* [What to work on]: Would you retype the entries from the first line to the line bearing "counterbore_radius = 19.1 / 2", both included, leaving out every picture?

(Records excerpted from a collection)

════════════════

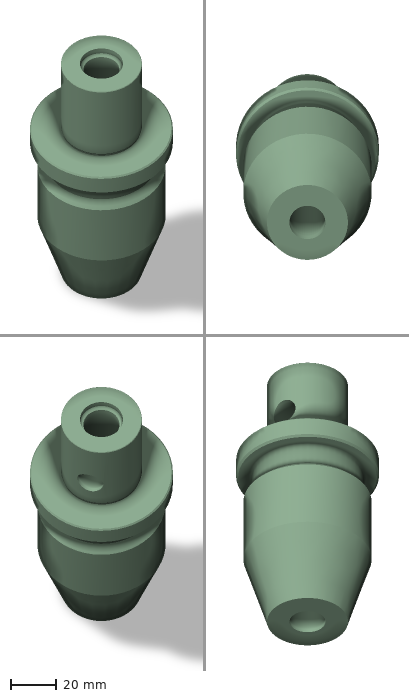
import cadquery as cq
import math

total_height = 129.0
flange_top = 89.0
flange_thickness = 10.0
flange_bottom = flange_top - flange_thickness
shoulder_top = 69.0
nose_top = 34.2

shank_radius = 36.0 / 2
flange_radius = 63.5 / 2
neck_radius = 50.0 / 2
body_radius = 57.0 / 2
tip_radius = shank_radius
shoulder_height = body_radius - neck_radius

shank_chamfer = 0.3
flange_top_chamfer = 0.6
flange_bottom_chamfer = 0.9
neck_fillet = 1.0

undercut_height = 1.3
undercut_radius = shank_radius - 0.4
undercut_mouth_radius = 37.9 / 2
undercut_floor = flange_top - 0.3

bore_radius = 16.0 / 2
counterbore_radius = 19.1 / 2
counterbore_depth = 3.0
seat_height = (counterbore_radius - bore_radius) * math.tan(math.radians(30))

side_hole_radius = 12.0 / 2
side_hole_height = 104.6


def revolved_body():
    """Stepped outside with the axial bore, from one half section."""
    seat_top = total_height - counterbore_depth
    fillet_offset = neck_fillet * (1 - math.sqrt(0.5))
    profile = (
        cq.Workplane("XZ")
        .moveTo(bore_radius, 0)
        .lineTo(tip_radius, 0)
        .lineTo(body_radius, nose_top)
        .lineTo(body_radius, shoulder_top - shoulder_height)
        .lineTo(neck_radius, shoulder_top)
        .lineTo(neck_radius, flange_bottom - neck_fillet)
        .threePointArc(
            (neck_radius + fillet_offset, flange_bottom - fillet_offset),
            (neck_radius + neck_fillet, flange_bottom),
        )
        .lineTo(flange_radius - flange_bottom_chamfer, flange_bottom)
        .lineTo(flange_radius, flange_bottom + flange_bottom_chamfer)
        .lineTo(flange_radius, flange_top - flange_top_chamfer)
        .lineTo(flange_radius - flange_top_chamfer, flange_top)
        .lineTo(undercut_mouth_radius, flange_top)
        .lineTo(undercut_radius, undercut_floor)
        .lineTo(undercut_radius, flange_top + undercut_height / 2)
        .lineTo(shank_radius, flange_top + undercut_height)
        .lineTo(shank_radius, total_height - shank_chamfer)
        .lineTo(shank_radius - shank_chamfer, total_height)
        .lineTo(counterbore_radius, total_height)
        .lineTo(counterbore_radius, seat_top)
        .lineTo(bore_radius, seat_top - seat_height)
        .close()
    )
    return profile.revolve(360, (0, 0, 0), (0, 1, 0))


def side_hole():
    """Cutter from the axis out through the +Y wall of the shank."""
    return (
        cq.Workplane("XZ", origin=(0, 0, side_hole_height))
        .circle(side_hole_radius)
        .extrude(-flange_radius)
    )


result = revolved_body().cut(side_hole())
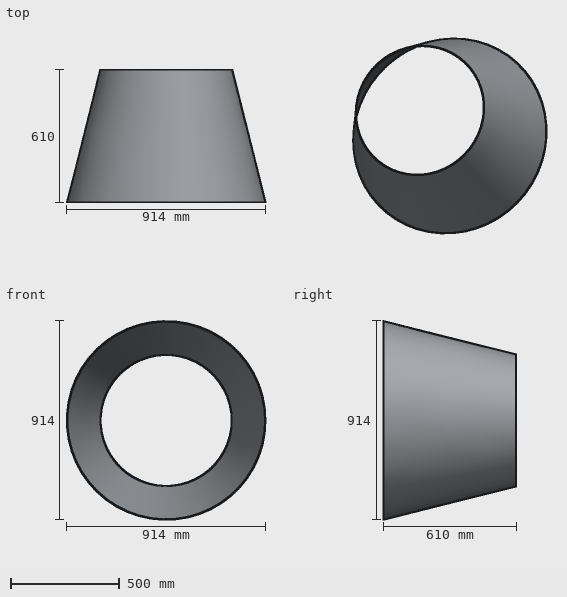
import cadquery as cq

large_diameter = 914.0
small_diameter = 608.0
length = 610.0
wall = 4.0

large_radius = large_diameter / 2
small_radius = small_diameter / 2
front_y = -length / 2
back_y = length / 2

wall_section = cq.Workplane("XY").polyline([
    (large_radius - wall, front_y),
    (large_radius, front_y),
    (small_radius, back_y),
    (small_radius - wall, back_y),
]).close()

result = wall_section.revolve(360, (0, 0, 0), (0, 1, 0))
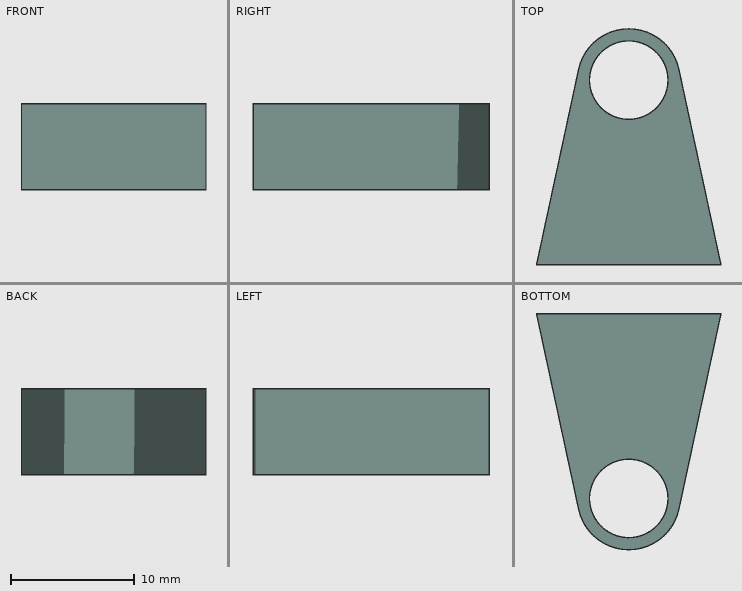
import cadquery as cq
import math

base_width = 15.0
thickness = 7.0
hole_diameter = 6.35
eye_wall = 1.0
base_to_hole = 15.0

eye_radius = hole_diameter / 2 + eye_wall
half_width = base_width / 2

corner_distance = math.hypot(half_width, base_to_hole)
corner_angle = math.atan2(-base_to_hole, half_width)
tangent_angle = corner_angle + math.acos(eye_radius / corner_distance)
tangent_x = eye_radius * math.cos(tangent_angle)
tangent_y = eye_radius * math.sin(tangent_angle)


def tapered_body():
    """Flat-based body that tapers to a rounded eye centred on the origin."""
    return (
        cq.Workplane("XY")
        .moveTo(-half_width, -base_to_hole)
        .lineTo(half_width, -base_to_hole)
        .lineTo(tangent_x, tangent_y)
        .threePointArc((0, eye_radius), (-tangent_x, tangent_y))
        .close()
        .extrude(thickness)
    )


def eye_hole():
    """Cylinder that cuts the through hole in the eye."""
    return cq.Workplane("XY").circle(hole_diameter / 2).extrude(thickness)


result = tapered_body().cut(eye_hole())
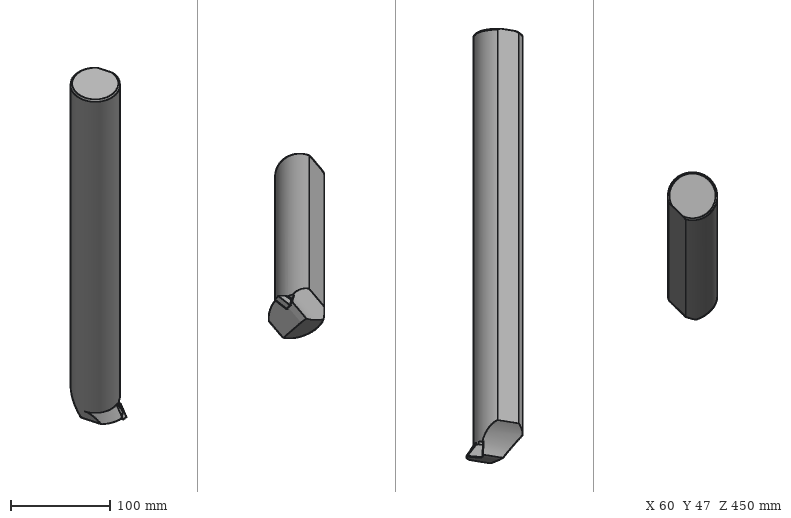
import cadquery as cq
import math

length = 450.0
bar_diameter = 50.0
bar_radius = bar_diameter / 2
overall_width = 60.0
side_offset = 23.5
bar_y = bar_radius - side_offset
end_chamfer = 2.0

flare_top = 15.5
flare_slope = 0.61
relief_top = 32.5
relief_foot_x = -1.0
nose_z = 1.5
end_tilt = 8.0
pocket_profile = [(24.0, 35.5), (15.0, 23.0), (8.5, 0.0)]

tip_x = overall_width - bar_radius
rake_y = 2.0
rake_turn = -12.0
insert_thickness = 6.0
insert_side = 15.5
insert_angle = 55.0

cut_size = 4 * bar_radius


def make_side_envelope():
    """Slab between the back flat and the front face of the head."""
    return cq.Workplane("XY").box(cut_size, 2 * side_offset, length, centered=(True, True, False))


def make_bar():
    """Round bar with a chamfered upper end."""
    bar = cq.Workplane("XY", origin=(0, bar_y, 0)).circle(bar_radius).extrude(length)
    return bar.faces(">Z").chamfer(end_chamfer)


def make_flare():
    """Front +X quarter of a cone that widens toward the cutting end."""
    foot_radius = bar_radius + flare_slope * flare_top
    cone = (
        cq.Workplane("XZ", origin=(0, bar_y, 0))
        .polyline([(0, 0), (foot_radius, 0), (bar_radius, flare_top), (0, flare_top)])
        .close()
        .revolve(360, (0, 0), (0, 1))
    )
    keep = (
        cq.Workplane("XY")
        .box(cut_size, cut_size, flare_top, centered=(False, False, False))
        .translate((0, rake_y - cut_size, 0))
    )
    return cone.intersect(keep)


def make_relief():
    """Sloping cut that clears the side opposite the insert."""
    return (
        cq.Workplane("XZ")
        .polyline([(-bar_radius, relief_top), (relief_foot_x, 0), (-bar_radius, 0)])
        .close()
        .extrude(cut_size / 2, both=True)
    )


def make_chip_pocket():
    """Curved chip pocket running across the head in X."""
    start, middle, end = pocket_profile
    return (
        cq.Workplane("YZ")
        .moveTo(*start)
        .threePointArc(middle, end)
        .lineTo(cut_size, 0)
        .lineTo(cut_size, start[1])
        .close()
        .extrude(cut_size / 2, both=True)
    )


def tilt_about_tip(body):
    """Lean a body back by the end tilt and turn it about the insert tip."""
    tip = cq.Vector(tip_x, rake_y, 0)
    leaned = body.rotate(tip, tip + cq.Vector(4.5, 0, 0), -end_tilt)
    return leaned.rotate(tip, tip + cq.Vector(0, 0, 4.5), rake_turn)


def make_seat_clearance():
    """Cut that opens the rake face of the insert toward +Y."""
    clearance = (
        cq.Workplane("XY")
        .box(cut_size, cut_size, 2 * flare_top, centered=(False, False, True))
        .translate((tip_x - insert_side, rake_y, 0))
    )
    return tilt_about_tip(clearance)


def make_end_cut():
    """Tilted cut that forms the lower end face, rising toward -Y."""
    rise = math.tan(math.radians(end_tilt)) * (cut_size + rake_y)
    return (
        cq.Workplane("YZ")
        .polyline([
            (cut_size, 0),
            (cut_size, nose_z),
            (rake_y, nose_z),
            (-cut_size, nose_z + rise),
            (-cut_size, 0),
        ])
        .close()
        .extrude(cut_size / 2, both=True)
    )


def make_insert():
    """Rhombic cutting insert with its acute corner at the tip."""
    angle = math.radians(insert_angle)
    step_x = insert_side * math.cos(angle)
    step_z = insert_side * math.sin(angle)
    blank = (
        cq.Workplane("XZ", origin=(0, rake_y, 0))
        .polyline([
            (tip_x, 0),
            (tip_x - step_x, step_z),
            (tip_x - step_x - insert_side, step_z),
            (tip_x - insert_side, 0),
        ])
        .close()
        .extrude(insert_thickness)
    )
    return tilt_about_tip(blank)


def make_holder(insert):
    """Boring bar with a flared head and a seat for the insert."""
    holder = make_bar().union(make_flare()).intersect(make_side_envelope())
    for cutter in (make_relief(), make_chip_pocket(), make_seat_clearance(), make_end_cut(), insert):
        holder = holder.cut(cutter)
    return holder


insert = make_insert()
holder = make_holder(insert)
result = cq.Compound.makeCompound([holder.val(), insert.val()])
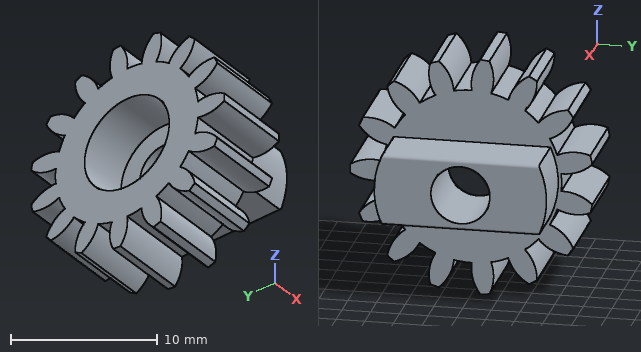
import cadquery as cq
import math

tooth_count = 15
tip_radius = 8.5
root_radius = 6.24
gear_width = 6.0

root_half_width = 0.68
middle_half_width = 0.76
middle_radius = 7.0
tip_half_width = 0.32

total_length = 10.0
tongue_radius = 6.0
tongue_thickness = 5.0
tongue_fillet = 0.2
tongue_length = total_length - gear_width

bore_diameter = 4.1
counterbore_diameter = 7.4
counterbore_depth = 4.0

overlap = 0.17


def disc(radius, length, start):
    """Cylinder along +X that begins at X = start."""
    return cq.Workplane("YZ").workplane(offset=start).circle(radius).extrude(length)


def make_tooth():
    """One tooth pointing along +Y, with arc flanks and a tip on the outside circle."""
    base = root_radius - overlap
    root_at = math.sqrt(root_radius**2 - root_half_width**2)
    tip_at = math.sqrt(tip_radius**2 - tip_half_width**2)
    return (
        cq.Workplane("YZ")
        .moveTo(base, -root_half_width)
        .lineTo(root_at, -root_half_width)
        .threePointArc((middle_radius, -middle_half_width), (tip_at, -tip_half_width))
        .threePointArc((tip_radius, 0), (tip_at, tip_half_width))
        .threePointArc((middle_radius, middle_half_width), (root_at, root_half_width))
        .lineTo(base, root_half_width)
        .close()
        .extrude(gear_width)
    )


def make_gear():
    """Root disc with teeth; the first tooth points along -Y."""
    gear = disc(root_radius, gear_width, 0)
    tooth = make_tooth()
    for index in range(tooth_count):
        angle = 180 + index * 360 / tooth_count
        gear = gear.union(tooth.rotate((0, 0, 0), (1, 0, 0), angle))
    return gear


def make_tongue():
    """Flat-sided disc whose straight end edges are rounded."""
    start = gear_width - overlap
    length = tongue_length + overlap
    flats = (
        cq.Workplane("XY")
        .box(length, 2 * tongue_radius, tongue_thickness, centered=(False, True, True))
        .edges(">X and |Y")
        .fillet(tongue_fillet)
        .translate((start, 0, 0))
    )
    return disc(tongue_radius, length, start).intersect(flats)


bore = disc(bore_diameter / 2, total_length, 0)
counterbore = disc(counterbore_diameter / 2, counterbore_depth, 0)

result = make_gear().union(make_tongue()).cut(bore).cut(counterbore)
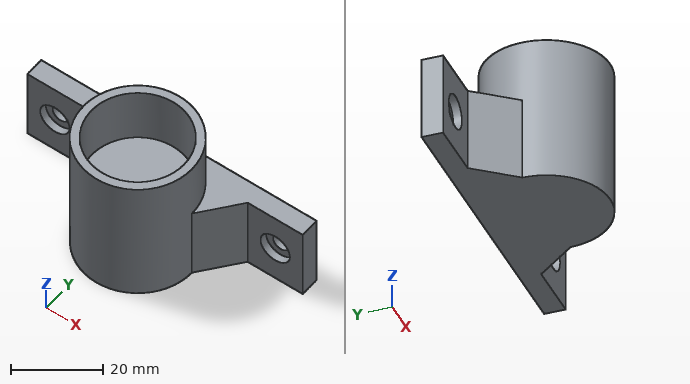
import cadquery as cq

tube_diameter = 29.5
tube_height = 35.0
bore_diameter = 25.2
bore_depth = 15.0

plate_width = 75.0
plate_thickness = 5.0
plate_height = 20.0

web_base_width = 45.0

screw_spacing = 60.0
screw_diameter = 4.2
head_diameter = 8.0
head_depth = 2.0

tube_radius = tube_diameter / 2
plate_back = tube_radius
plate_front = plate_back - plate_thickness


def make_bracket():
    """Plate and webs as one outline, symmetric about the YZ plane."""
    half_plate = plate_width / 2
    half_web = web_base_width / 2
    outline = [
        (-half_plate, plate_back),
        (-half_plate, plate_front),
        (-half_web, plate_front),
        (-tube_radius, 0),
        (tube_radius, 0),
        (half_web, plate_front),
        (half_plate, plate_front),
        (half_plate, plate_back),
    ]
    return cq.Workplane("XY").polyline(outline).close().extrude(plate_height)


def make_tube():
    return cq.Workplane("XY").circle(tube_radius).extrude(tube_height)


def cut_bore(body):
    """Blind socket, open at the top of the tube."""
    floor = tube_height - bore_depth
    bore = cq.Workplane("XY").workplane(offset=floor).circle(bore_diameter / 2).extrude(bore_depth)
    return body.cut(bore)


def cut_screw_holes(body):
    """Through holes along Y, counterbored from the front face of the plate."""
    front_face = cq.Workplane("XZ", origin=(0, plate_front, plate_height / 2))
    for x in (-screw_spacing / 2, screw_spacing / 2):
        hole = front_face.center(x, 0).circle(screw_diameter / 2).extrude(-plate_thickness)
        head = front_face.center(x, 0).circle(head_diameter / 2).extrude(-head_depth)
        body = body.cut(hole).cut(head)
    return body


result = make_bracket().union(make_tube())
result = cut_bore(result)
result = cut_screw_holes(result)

════════════════

* [Solution]:
import cadquery as cq
import math

total_height = 129.0
flange_top = 89.0
flange_thickness = 10.0
flange_bottom = flange_top - flange_thickness
shoulder_top = 69.0
nose_top = 34.2

shank_radius = 36.0 / 2
flange_radius = 63.5 / 2
neck_radius = 50.0 / 2
body_radius = 57.0 / 2
tip_radius = shank_radius
shoulder_height = body_radius - neck_radius

shank_chamfer = 0.3
flange_top_chamfer = 0.6
flange_bottom_chamfer = 0.9
neck_fillet = 1.0

undercut_height = 1.3
undercut_radius = shank_radius - 0.4
undercut_mouth_radius = 37.9 / 2
undercut_floor = flange_top - 0.3

bore_radius = 16.0 / 2
counterbore_radius = 19.1 / 2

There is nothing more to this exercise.